Die belgische Triathletin Claire Michel etwa schrieb auf Instagram unter Berufung auf Bluttests, sie habe sich ein Virus eingefangen, drei Tage Durchfall und Erbrechen gehabt und einen Tag in der Klinik verbracht. Ein direkter Zusammenhang zur Seine ist wie in den anderen Fällen nicht bestätigt. Es gab auch Spekulationen über die Verpflegung als mögliche Ursache.
Die Wettkämpfe im Freiwasserschwimmen über zehn Kilometer wurden erst gestern und heute ausgetragen. Ein schwedischer Athlet trat heute wegen Bedenken über die Wasserqualität und die großen Wassermenge, die man bei einem fast zweistündigen Rennen verschlucke, gar nicht erst an, wie die Nachrichtenagentur Reuters berichtet. Die Organisatoren beteuern demnach, dass das Wasser streng überwacht werde und die Werte gestern an allen Messorten sehr gut gewesen seien.
Der Verband World Triathlon hält selbst in einem Papier zum Thema Wasserqualität fest, dass es generell schwer zu beweisen sei, ob Erkrankungen auch wirklich Folge einer Exposition beim Schwimmen sind. Die Symptome seien oft unspezifisch, die Krankheit werde oft nicht genau diagnostiziert. Es kämen viele verschiedene krankheitsauslösende Viren in Frage, für die es aber keine Routinetests gebe.
Es wird in dem Dokument auch darauf hingewiesen, dass mehrere physiologische Mechanismen während der Belastung Athleten anfälliger machen könnten, etwa die hormonelle Stressreaktion. Infektionen seien durch Verschlucken von Wasser, aber auch über die Schleimhäute und Haut möglich.
Auch eine Frage der Methodik
Ein Unternehmen, das nach eigenen Angaben seit Jahren in Kooperation mit der Stadt Paris an einer Badestelle die Wasserqualität der Seine untersucht, kommt laut einem Spiegel-Bericht ebenfalls zu dem Ergebnis, dass die Seine zu schmutzig für den Triathlon gewesen sei.
Genutzt wurden hier aber weitergehende Methoden, mit denen sich im Unterschied zu den städtischen Labormethoden nicht nur frei schwimmende, sondern auch an Partikel gebundene Bakterien aufspüren ließen.
Aus dem Pariser Rathaus hieß es dem Spiegel zufolge, dass die Methode des Unternehmens kein Ersatz für die offizielle Daten sei, „die von allen Beteiligten gemeinsam validiert wurden“.

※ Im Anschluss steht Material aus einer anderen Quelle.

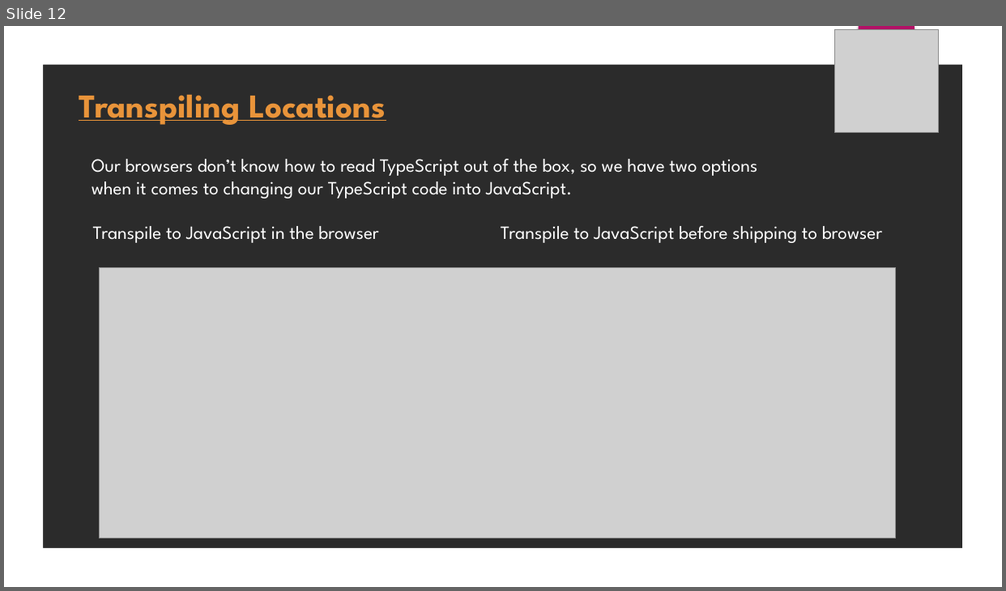
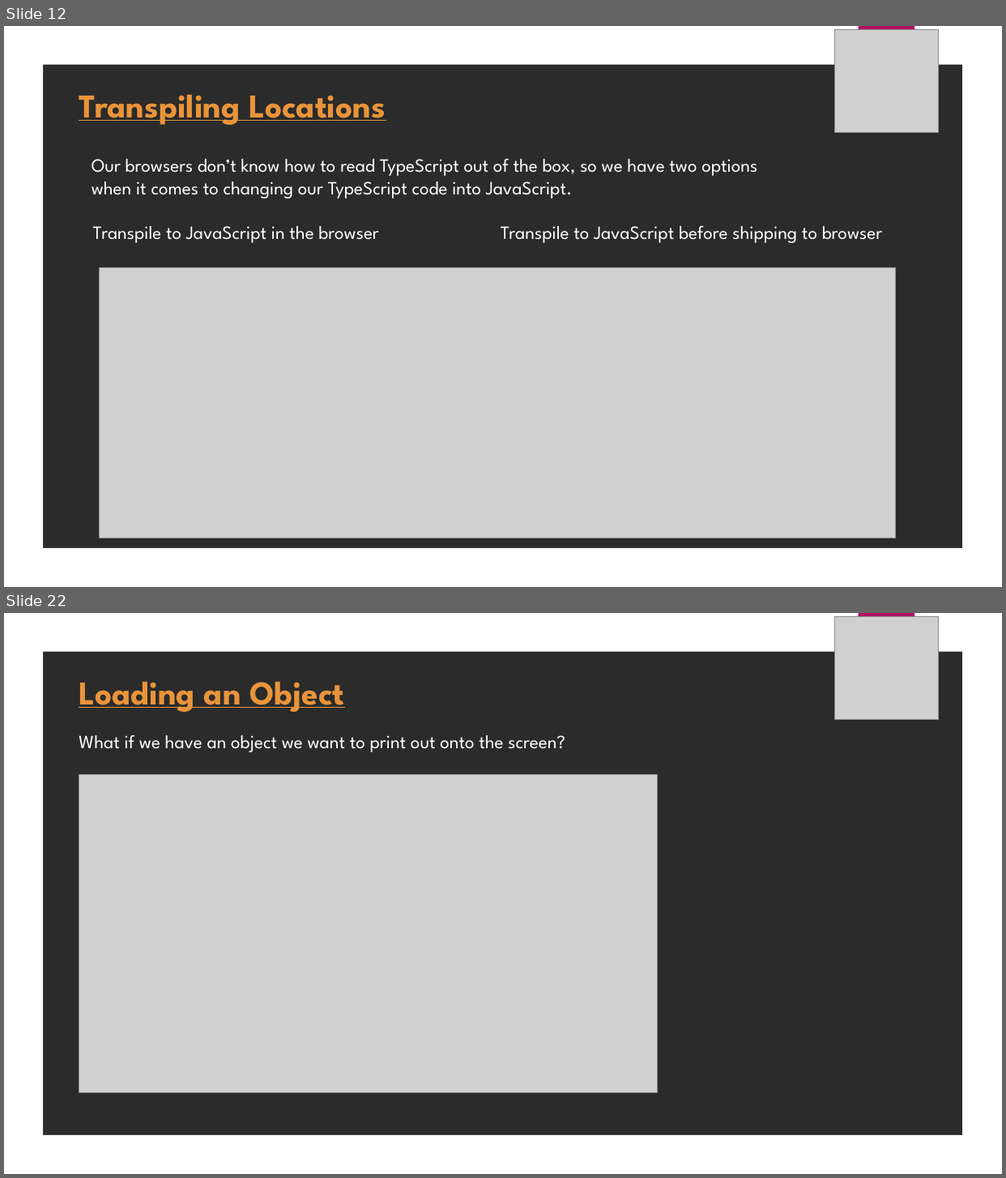
Before and after one commit to uiravi/Angular-pptx, a slide deck: Angular.pptx. Shown one above the other, each under a label of ours: slide 12 before the commit, slides 12 and 22 after it; the slides between them are not shown. The pictures are 1006x591 and 1006x1178 pixels, drawn with LibreOffice and Linux fonts; fonts in the diff are those of the drawing; grey boxes stand for pictures; background and template pictures are left out; a plain dark background stands for a picture behind light text. Boxes give left, top, right and bottom in pixels: in the first picture for what was removed or moved away, otherwise in the second. Text is boxed around its words. In the diff, an @@ line names an element or a change of style, - is before the commit and + after.

```diff
--- a/Angular.pptx
+++ b/Angular.pptx
@@ slide 22 added at box(4, 613, 1002, 1174), background picture (left out); not listed: 2 template elements that a slide beside it also shows @@
@@ picture added at box(835, 617, 938, 720) @@
@@ text added at box(79, 681, 344, 712), 32 pt, text #E9943A, bold, underline @@
+Loading an Object
@@ text added at box(79, 735, 565, 752), 18 pt, text #FFFFFF @@
+What if we have an object we want to print out onto the screen?
@@ picture added at box(79, 775, 658, 1093) @@
```
Also in this commit, not shown: 1 slide changed, 10 other slides added.

Die Bakterienbelastung in der Seine ist seit Wochen Thema in der französischen Hauptstadt. Nach starken Regenfällen am Tag der Eröffnungsfeier waren die Grenzwerte für E.Coli-Bakterien im Fluss zunächst überschritten worden, teils wurden Trainings abgesagt, auch ein Wettkampf wurde verschoben.
Als eines der Probleme gilt die Mischwasserkanalisation für Abwasser und Regenwasser, die bei starken Regenfällen überlaufen kann. Um dem entgegenzuwirken, wurde im Zuge der Olympia-Vorbereitungen unter anderem ein 50.000 Kubikmeter großes unterirdisches Auffangbecken am Bahnhof Austerlitz gebaut.
Rund 1,4 Milliarden Euro hat Paris für diese und weitere Maßnahmen für die Sauberkeit der Seine investiert. Bürgermeisterin Anne Hidalgo tauchte kürzlich selbst dort ein, um für das Vorzeigeprojekt zu werben.
Ab Sommer 2025 sollen dann alle Menschen darin schwimmen dürfen – in neu angelegten Freibädern. Das Schwimmen in der Seine war mehr als hundert Jahre lang verboten.